What could the Bank of England do to rid the UK economy of stimulus? By Reuters

© Reuters. FILE PHOTO: The Bank of England and Royal Exchange are reflected in a puddle as a pedestrian walks past amid the coronavirus (COVID-19) outbreak in London, UK, Nov. 19, 2020. REUTERS/Simon Dawson/File Photo

LONDON (Reuters) – Two top Bank of England officials surprised investors this week by saying the time may be approaching for the British central bank to rein in the massive stimulus program it has used to steer the economy through the coronavirus crisis.

With activity rebounding sharply and inflation rising faster than expected, Vice Governor Dave Ramsden said on Wednesday that the BoE may consider tightening monetary policy sooner than he previously thought.

On Thursday, Monetary Policy Committee member Michael Saunders went even further, warning that holding on to the BoE’s entire £895 billion ($1.24 trillion) bond purchase program would risk higher inflation expectations if the recovery moves quickly. would continue.

On Friday, a group of lawmakers told the BoE to explain why it did not phase out its stimulus.

But the way forward is far from clear.

The BoE doesn’t know how many jobs will be lost if the government ends its wage subsidy program in September, so MPC members remain cautious about removing stimulus measures.

And the central bank is well aware how the US Federal Reserve’s talk of merely slowing down bond purchases in 2013 sparked a “taper tantrum” that sharply drove borrowing costs in financial markets and forced the Fed to stress. that there was no rush.

Below is a summary of the ways the BoE could choose to take its foot off the stimulus accelerator.


The BoE decided in November to buy another £150 billion in British government bonds. That emerged just days before the announcement of a major breakthrough in COVID-19 vaccine development that suddenly sparked hopes of recovery.

The BoE has about £60 billion in gilts to buy until the program is completed.

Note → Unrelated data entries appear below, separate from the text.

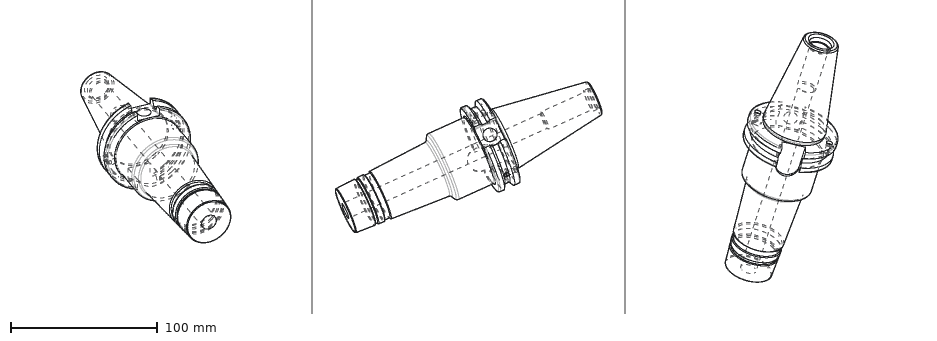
import cadquery as cq
import math

LENGTH = 188.2

TAPER_END = 68.1
TAPER_RADIUS = 22.2
TAPER_SLOPE = 7 / 48
SHANK_CHAMFER = 1.0
NECK_START = 69.8
NECK_RADIUS = 21.8

FLANGE_START = 71.0
FLANGE_END = 87.2
FLANGE_RADIUS = 31.6
FLANGE_FILLET = 1.04
GROOVE_CENTER = 79.3
GROOVE_RADIUS = 28.2
GROOVE_FLOOR_WIDTH = 3.8
GROOVE_HALF_ANGLE = math.radians(30)

BODY_DIAMETER = 49.5
BODY_RADIUS = BODY_DIAMETER / 2
BODY_ROOT_FILLET = 0.8
SHOULDER_START = 115.4
SHOULDER_END = 118.0
SHOULDER_ANGLE = math.radians(60)
SHOULDER_FILLET = 1.9

NOSE_ANGLE = math.radians(3)
NOSE_CHAMFER = 0.5
RING_GROOVES = [(161.9, 166.8, 16.8), (171.1, 173.8, 16.5)]
GROOVE_WALL = 0.5

COUNTERSINK_RADIUS = 9.0
COUNTERSINK_DEPTH = 1.9
COUNTERBORE_RADIUS = 7.7
COUNTERBORE_DEPTH = 5.0
SOCKET_DIAMETER = 13.0
SOCKET_RADIUS = SOCKET_DIAMETER / 2
SOCKET_DEPTH = 37.6
SOCKET_BOTTOM_LENGTH = 1.0
BORE_RADIUS = 5.5

SLOT_WIDTH = 16.4
TOP_SLOT_FILLET = 0.4
TOP_SLOT_FLOOR = 25.5
BOTTOM_SLOT_FLOOR = 22.4
BOTTOM_SLOT_END = 95.5
DIMPLE_DIAMETER = 9.6
DIMPLE_ANGLE = math.radians(118)

COOLANT_ANGLE = 20.0
COOLANT_CIRCLE_RADIUS = 27.0
COOLANT_DIAMETER = 3.2
FACE_HOLE_DIAMETER = 4.1
FACE_HOLE_DEPTH = 1.9
GROOVE_HOLE_DIAMETER = 4.0
GROOVE_HOLE_DEPTH = 0.8
COOLANT_DEPTH = 5.6


def nose_radius(x):
    shoulder_drop = (SHOULDER_END - SHOULDER_START) * math.tan(SHOULDER_ANGLE)
    return BODY_RADIUS - shoulder_drop - (x - SHOULDER_END) * math.tan(NOSE_ANGLE)


def outer_profile():
    """Half outline as (x, radius) points, from the small end to the nose."""
    small_radius = TAPER_RADIUS - TAPER_END * TAPER_SLOPE
    floor_half = GROOVE_FLOOR_WIDTH / 2
    mouth_half = floor_half + (FLANGE_RADIUS - GROOVE_RADIUS) * math.tan(GROOVE_HALF_ANGLE)
    points = [
        (0, 0),
        (0, small_radius - SHANK_CHAMFER),
        (SHANK_CHAMFER, small_radius + SHANK_CHAMFER * TAPER_SLOPE),
        (TAPER_END, TAPER_RADIUS),
        (NECK_START, NECK_RADIUS),
        (FLANGE_START, NECK_RADIUS),
        (FLANGE_START, FLANGE_RADIUS),
        (GROOVE_CENTER - mouth_half, FLANGE_RADIUS),
        (GROOVE_CENTER - floor_half, GROOVE_RADIUS),
        (GROOVE_CENTER + floor_half, GROOVE_RADIUS),
        (GROOVE_CENTER + mouth_half, FLANGE_RADIUS),
        (FLANGE_END, FLANGE_RADIUS),
        (FLANGE_END, BODY_RADIUS),
        (SHOULDER_START, BODY_RADIUS),
        (SHOULDER_END, nose_radius(SHOULDER_END)),
    ]
    for start, end, radius in RING_GROOVES:
        points += [
            (start, nose_radius(start)),
            (start + GROOVE_WALL, radius),
            (end - GROOVE_WALL, radius),
            (end, nose_radius(end)),
        ]
    points += [
        (LENGTH - NOSE_CHAMFER, nose_radius(LENGTH - NOSE_CHAMFER)),
        (LENGTH, nose_radius(LENGTH) - NOSE_CHAMFER),
        (LENGTH, 0),
    ]
    return points


def revolved(points):
    return cq.Workplane("XY").polyline(points).close().revolve(360, (0, 0, 0), (1, 0, 0))


def fillet_ring(body, x, radius, fillet):
    """Round the circular edge of the given radius at position x."""
    margin = 0.2
    reach = radius + margin
    box = cq.selectors.BoxSelector(
        (x - margin, -reach, -reach), (x + margin, reach, reach), boundingbox=True
    )
    ring = body.edges(box).edges(cq.selectors.RadiusNthSelector(-1))
    return ring.fillet(fillet)


def turned_body():
    body = revolved(outer_profile())
    body = fillet_ring(body, SHOULDER_END, nose_radius(SHOULDER_END), SHOULDER_FILLET)
    body = fillet_ring(body, SHOULDER_START, BODY_RADIUS, SHOULDER_FILLET)
    for x in (FLANGE_START, FLANGE_END):
        body = fillet_ring(body, x, FLANGE_RADIUS, FLANGE_FILLET)
    return fillet_ring(body, FLANGE_END, BODY_RADIUS, BODY_ROOT_FILLET)


def bore():
    return revolved([
        (0, 0),
        (0, COUNTERSINK_RADIUS),
        (COUNTERSINK_DEPTH, COUNTERBORE_RADIUS),
        (COUNTERBORE_DEPTH, COUNTERBORE_RADIUS),
        (COUNTERBORE_DEPTH, SOCKET_RADIUS),
        (SOCKET_DEPTH, SOCKET_RADIUS),
        (SOCKET_DEPTH + SOCKET_BOTTOM_LENGTH, BORE_RADIUS),
        (LENGTH, BORE_RADIUS),
        (LENGTH, 0),
    ])


def top_slot():
    """Square slot across the flange, with a conical dimple in its floor."""
    slot = cq.Workplane("XY").box(
        FLANGE_END + BODY_ROOT_FILLET - FLANGE_START, SLOT_WIDTH, FLANGE_RADIUS,
        centered=(False, True, False),
    ).translate((FLANGE_START, 0, TOP_SLOT_FLOOR))
    slot = slot.faces("<Z").edges("|X").fillet(TOP_SLOT_FILLET)
    dimple_radius = DIMPLE_DIAMETER / 2
    dimple_depth = dimple_radius / math.tan(DIMPLE_ANGLE / 2)
    dimple = cq.Solid.makeCone(
        dimple_radius, 0, dimple_depth,
        pnt=cq.Vector(GROOVE_CENTER, 0, TOP_SLOT_FLOOR), dir=cq.Vector(0, 0, -1),
    )
    return slot.union(cq.Workplane(dimple))


def bottom_slot():
    """Deeper slot that runs into the body and stops in a half-round end."""
    end_center = BOTTOM_SLOT_END - SLOT_WIDTH / 2
    plane = cq.Workplane("XY", origin=(0, 0, -BOTTOM_SLOT_FLOOR))
    straight = plane.center((FLANGE_START + end_center) / 2, 0)
    straight = straight.rect(end_center - FLANGE_START, SLOT_WIDTH).extrude(-FLANGE_RADIUS)
    round_end = plane.center(end_center, 0).circle(SLOT_WIDTH / 2).extrude(-FLANGE_RADIUS)
    return straight.union(round_end)


def coolant_holes():
    """Stepped face hole that meets a radial hole from the groove floor, drawn on +Y."""
    def drill(start, direction, diameter, depth):
        return cq.Workplane(cq.Solid.makeCylinder(
            diameter / 2, depth, pnt=cq.Vector(*start), dir=cq.Vector(*direction)
        ))

    face = (FLANGE_START, COOLANT_CIRCLE_RADIUS, 0)
    rim = (GROOVE_CENTER, FLANGE_RADIUS, 0)
    floor_depth = FLANGE_RADIUS - GROOVE_RADIUS
    holes = drill(face, (1, 0, 0), FACE_HOLE_DIAMETER, FACE_HOLE_DEPTH)
    holes = holes.union(drill(face, (1, 0, 0), COOLANT_DIAMETER, GROOVE_CENTER - FLANGE_START))
    holes = holes.union(drill(rim, (0, -1, 0), COOLANT_DIAMETER, floor_depth + COOLANT_DEPTH))
    return holes.union(drill(rim, (0, -1, 0), GROOVE_HOLE_DIAMETER, floor_depth + GROOVE_HOLE_DEPTH))


result = turned_body().cut(bore()).cut(top_slot()).cut(bottom_slot())
for angle in (COOLANT_ANGLE, COOLANT_ANGLE + 180):
    result = result.cut(coolant_holes().rotate((0, 0, 0), (1, 0, 0), angle))

MPC member Saunders said curtailing the program would be discussed at the next committee meetings, which will announce its final policy decisions on Aug. 5, and that it could be curtailed over the next two months.

Economists at bank HSBC said they didn’t think a majority of MPC members would vote to cut the program in August, although it would likely slow the pace of purchases to allow the program to run through the end of 2021 as planned.


Another option for the BoE is to complete its bond-buying program and then shrink its inventory by not reinvesting the income from maturing debt into more bonds.

Vice Governor Ramsden said this week the BoE could decide not to reinvest any of its maturing debt or make a partial reinvestment.

The BoE could similarly shrink its £20 billion corporate bond portfolio, which has already reached its target size.


A quicker way to slow down the economy would be if the BoE sold some of the accumulated bonds.

Given the magnitude of the BoE’s presence in the bond market – its holdings of UK government bonds, or government bonds, now account for 40% of Britain’s annual economic output – a direct sale of government bonds would be a big step. It is seen as an option to advance in the economic recovery, likely once the BoE has started raising interest rates.


The BoE cut bank rates to an all-time low of 0.1% in March 2020 at the start of the coronavirus crisis.

Even early this year, before the recovery started, policymakers discussed the pros and cons of cutting benchmark rates below zero for the first time.

With the economy growing rapidly, investors expect bank interest rates to rise to 0.25% by August next year.

BoE officials have emphasized that when the time comes to raise borrowing costs, they expect them to rise gradually and bank rates are likely to remain well below the 4-5% levels that were common before the global financial crisis of 2008- 09.

The BoE will announce later this year how it might monitor rate hikes with steps to reduce the size of its balance sheet. Earlier, the BoE said it would wait for bank rates to hit 1.5% before divesting bonds.